The Church of Nossa Senhora da Assunção is the Mother Church of the city of Cascais, in the Lisbon district, of Portugal. Its date of construction is unknown but some internal decoration has been dated as being between 1520 and 1525 and the church is clearly visible in a 1572 engraving showing a view of Cascais from the sea.
==History==
Nossa Senhora da Assunção is believed to have been constructed on the site of a Visigoth necropolis in the early 16th century. The church still has four painted panels from the first quarter of the 16th century, attributed to the Master of Lourinhã, which were probably part of an altarpiece. A 1572 engraving by Georgius Branius in the work "Civitates Urbius Terrarum" (1593 edition), shows the village of Cascais surrounded by a wall with the church outside the walls and close to the sea. In 1671, it underwent reconstruction, which probably involved the execution of a new altarpiece. In 1673, a painting of the Baby Jesus was done by Josefa de Óbidos for the Capela das Almas (Chapel of the Souls). The restored church was formally inaugurated in 1681. In 1720 the tiles of the sacristy and the nave were painted with scenes from the life of Mary, mother of Jesus and in 1723 a new ceiling was added.

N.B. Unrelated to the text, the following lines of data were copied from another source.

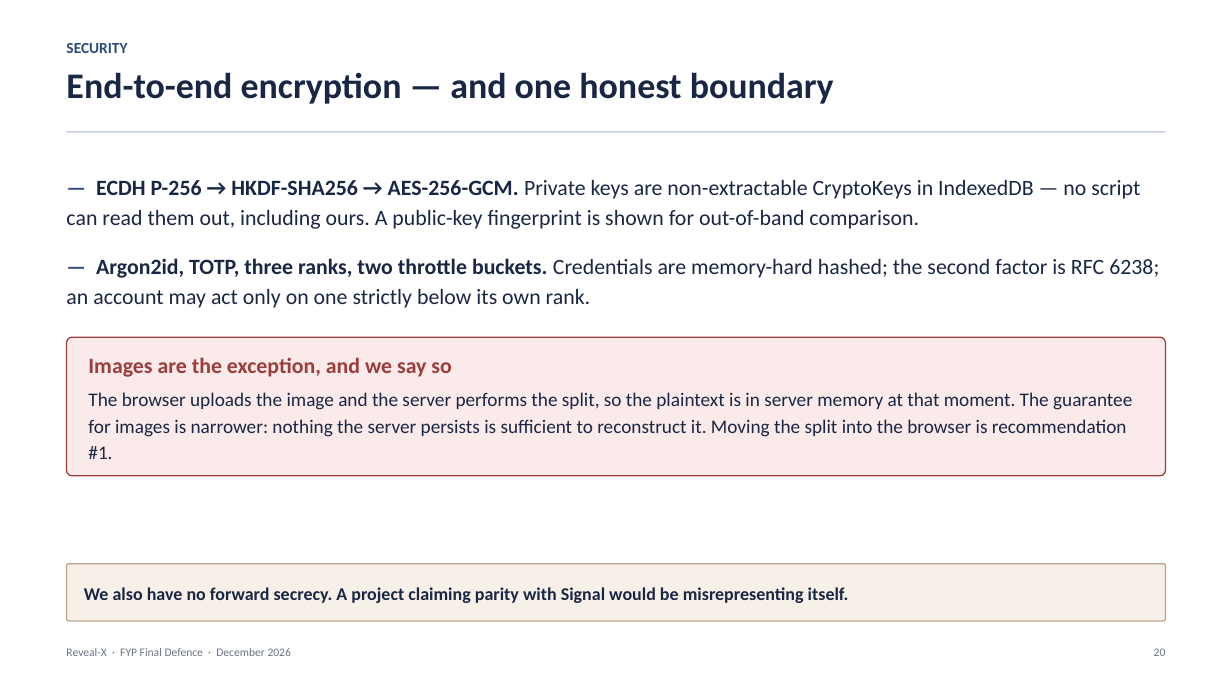
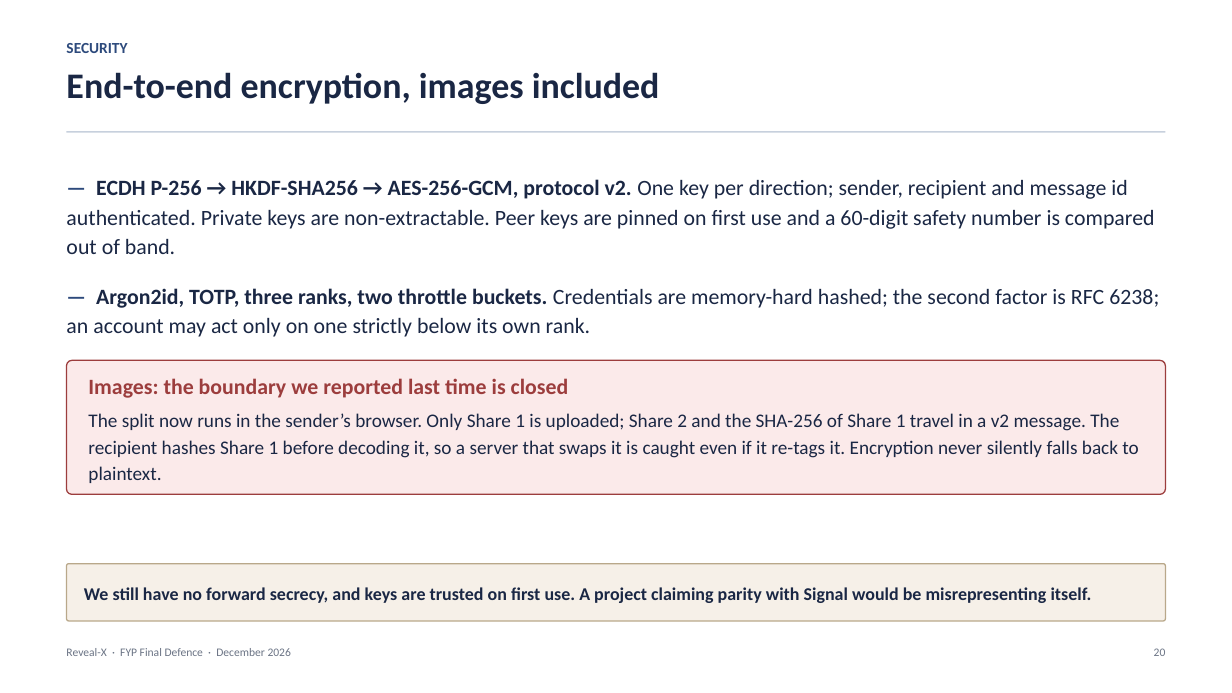
Before and after one commit to 1337PAIN/Reveal-X-chat, a slide deck: slide 20 of Reveal-X_FYP_Presentation.pptx. Drawn at 1232x693 pixels with LibreOffice and Linux fonts; fonts in the diff are those of the drawing. Boxes give left, top, right and bottom in pixels: in the first picture for what was removed or moved away, otherwise in the second. Text is boxed around its words. In the diff, an @@ line names an element or a change of style, - is before the commit and + after.

```diff
--- a/Reveal-X_FYP_Presentation.pptx
+++ b/Reveal-X_FYP_Presentation.pptx
@@ text at (x1=66, y1=72, x2=660, y2=104): text changed @@
-End-to-end encryption — and one honest boundary
+End-to-end encryption, images included
@@ text at (x1=66, y1=179, x2=1155, y2=254): text changed @@
-— ECDH P-256 → HKDF-SHA256 → AES-256-GCM. Private keys are non-extractable CryptoKeys in IndexedDB — no script can read them out, including ours. A public-key fingerprint is shown for out-of-band comparison.
+— ECDH P-256 → HKDF-SHA256 → AES-256-GCM, protocol v2. One key per direction; sender, recipient and message id authenticated. Private keys are non-extractable. Peer keys are pinned on first use and a 60-digit safety number is compared out of band.
@@ rounded rectangle "Images: the boundary we reported ..." resized from (x1=67, y1=337, x2=1165, y2=476) to (x1=67, y1=360, x2=1165, y2=494) @@
@@ text in rounded rectangle at (x1=88, y1=378, x2=1138, y2=483): text changed @@
-Images are the exception, and we say so
-The browser uploads the image and the server performs the split, so the plaintext is in server memory at that moment. The guarantee for images is narrower: nothing the server persists is sufficient to reconstruct it. Moving the split into the browser is recommendation #1.
+Images: the boundary we reported last time is closed
+The split now runs in the sender’s browser. Only Share 1 is uploaded; Share 2 and the SHA-256 of Share 1 travel in a v2 message. The recipient hashes Share 1 before decoding it, so a server that swaps it is caught even if it re-tags it. Encryption never silently falls back to plaintext.
@@ text in rounded rectangle at (x1=84, y1=587, x2=1092, y2=603): text changed @@
-We also have no forward secrecy. A project claiming parity with Signal would be misrepresenting itself.
+We still have no forward secrecy, and keys are trusted on first use. A project claiming parity with Signal would be misrepresenting itself.
```
Also in this commit, not shown: 7 other slides changed, 4 other files.

The church suffered significant damage as a result of the 1755 Lisbon earthquake, particularly in the area of the façade and the upper choir, preventing its normal operation. Restoration included the integration of the 17th-century towers into the façade. Following the dissolution of the monasteries in Portugal in 1834, further paintings by Josefa de Óbidos were moved from the nearby convent of Nossa Senhora da Piedade to the nave of the church. In 1898 the businessman, Jorge O'Neil donated an organ to the church and in 1900 the ceiling panel was painted by José Malhoa with the Assumption of Our Lady, following a commission from Queen D. Amélia who, like other members of the royal family, stayed in Cascais for part of the summer every year.